# Officially divorced as of Feb 24



## Mo24 (Feb 18, 2014)

Any suggestions on what to do now? What did you do that first week?


----------



## Rowan (Apr 3, 2012)

That first week? I celebrated my 37th birthday by going out with friends. Then I "celebrated" what would have been our 16th anniversary by drinking a bottle of wine while I unpacked all my belongings in the new house I'd just bought.


----------



## nickgtg (Jan 11, 2013)

You do whatever it is you feel like doing without having to ask or run it by anyone.


----------



## Married but Happy (Aug 13, 2013)

I celebrated with my girlfriend of many years, and we talked about getting married in the near future.


----------



## Hoosier (May 17, 2011)

Tough call. I remember when my cheating xwife and I officially became divorced. I sent her a boquet of flowers to the OM house thanking her for 30 years, 4 months and x days. Looking forward to BOTH of us being happy. I wasn't but can tell you 2.5 years later it is clearer everyday that I most certainly am.

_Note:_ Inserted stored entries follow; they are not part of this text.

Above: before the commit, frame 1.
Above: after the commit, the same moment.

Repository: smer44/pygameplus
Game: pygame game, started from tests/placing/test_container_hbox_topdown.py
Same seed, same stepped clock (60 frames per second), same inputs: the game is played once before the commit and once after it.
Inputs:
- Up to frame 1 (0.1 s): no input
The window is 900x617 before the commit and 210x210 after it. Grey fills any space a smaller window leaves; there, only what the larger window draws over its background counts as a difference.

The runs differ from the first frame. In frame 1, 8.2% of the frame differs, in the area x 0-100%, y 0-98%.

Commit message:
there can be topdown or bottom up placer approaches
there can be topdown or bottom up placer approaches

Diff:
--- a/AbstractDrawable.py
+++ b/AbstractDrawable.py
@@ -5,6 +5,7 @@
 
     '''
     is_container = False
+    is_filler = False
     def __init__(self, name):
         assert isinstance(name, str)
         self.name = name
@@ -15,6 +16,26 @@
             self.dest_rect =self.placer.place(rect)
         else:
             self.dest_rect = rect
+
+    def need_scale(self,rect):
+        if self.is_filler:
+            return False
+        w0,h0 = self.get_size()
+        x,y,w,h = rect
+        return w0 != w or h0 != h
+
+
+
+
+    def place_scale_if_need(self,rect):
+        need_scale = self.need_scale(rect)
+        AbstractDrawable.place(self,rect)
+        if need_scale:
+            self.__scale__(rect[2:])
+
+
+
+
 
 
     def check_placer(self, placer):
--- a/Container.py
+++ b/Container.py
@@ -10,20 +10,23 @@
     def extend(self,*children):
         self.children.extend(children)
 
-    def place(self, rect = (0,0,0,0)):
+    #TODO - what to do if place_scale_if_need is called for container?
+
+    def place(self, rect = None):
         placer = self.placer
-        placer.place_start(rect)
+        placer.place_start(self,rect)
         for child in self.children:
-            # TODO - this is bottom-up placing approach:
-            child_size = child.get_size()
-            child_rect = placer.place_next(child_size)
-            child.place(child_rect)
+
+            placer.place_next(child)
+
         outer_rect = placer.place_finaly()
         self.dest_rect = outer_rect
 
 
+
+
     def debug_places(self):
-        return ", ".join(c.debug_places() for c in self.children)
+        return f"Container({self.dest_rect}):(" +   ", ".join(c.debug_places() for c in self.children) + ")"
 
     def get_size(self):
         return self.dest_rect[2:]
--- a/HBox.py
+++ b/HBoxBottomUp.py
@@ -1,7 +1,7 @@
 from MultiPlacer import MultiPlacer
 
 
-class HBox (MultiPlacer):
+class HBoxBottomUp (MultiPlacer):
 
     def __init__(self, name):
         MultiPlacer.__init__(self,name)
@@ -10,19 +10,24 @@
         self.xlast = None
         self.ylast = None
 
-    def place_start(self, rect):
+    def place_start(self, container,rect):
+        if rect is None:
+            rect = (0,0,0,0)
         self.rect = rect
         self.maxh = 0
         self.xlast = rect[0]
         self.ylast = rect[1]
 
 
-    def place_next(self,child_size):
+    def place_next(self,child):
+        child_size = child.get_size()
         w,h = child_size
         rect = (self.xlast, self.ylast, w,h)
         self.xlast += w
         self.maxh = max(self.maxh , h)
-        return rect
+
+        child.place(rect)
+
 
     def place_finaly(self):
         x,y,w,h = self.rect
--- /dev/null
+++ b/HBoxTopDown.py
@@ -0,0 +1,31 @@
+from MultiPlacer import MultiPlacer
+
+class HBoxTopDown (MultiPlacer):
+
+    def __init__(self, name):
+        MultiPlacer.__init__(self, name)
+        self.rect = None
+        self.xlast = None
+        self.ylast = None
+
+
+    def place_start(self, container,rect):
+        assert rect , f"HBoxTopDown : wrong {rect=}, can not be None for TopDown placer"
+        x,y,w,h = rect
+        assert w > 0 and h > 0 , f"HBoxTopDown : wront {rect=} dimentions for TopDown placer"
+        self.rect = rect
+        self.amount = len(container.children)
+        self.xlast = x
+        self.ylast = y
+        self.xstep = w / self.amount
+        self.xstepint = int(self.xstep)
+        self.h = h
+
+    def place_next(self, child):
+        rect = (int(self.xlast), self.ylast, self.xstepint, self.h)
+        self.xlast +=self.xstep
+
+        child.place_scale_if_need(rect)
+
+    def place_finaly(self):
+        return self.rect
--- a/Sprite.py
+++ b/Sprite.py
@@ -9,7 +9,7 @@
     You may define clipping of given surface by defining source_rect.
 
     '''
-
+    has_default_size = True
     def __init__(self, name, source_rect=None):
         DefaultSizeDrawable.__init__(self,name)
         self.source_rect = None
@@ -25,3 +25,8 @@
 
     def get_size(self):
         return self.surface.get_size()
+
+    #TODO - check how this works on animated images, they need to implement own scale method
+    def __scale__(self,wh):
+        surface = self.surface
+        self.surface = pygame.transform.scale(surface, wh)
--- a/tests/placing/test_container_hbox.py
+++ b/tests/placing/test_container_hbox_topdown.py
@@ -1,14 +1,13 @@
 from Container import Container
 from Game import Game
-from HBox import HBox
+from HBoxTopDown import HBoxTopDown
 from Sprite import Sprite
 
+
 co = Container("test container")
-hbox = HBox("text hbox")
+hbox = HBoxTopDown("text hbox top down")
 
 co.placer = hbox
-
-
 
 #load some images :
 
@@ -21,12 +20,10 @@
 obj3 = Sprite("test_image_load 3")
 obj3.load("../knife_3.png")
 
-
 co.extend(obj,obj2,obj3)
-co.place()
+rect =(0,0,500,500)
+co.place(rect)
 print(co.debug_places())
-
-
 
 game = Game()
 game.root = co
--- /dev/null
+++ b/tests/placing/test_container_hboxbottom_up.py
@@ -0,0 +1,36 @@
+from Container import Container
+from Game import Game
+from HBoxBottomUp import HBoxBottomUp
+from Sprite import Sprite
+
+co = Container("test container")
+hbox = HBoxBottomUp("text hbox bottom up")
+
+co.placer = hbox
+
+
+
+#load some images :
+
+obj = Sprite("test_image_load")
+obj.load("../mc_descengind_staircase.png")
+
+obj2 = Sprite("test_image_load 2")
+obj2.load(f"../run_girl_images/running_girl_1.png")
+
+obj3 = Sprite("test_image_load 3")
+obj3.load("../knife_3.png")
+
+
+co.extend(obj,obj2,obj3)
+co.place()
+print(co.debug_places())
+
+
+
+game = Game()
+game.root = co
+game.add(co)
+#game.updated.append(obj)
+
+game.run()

Go, be with friends, understand the bittersweet feelings, enjoy your day best you can.


----------



## stillhoping (Aug 27, 2012)

I got the letter in the mail making it official when I was home alone. I had a good cry, put it away and then I called friends to go out. It is the first step to getting better. Those of us who are along the path further can attest to the fact that it does get better


----------



## HeartbrokenW (Sep 26, 2012)

The first day, I went back to work. The rest of the day was just a normal day. It wasn't until I received the official paperwork that I got busy with getting my name changed EVERYWHERE.


----------



## EnjoliWoman (Jul 2, 2012)

Nothing. It was just paperwork I needed to file away. The marriage had long been dead.


----------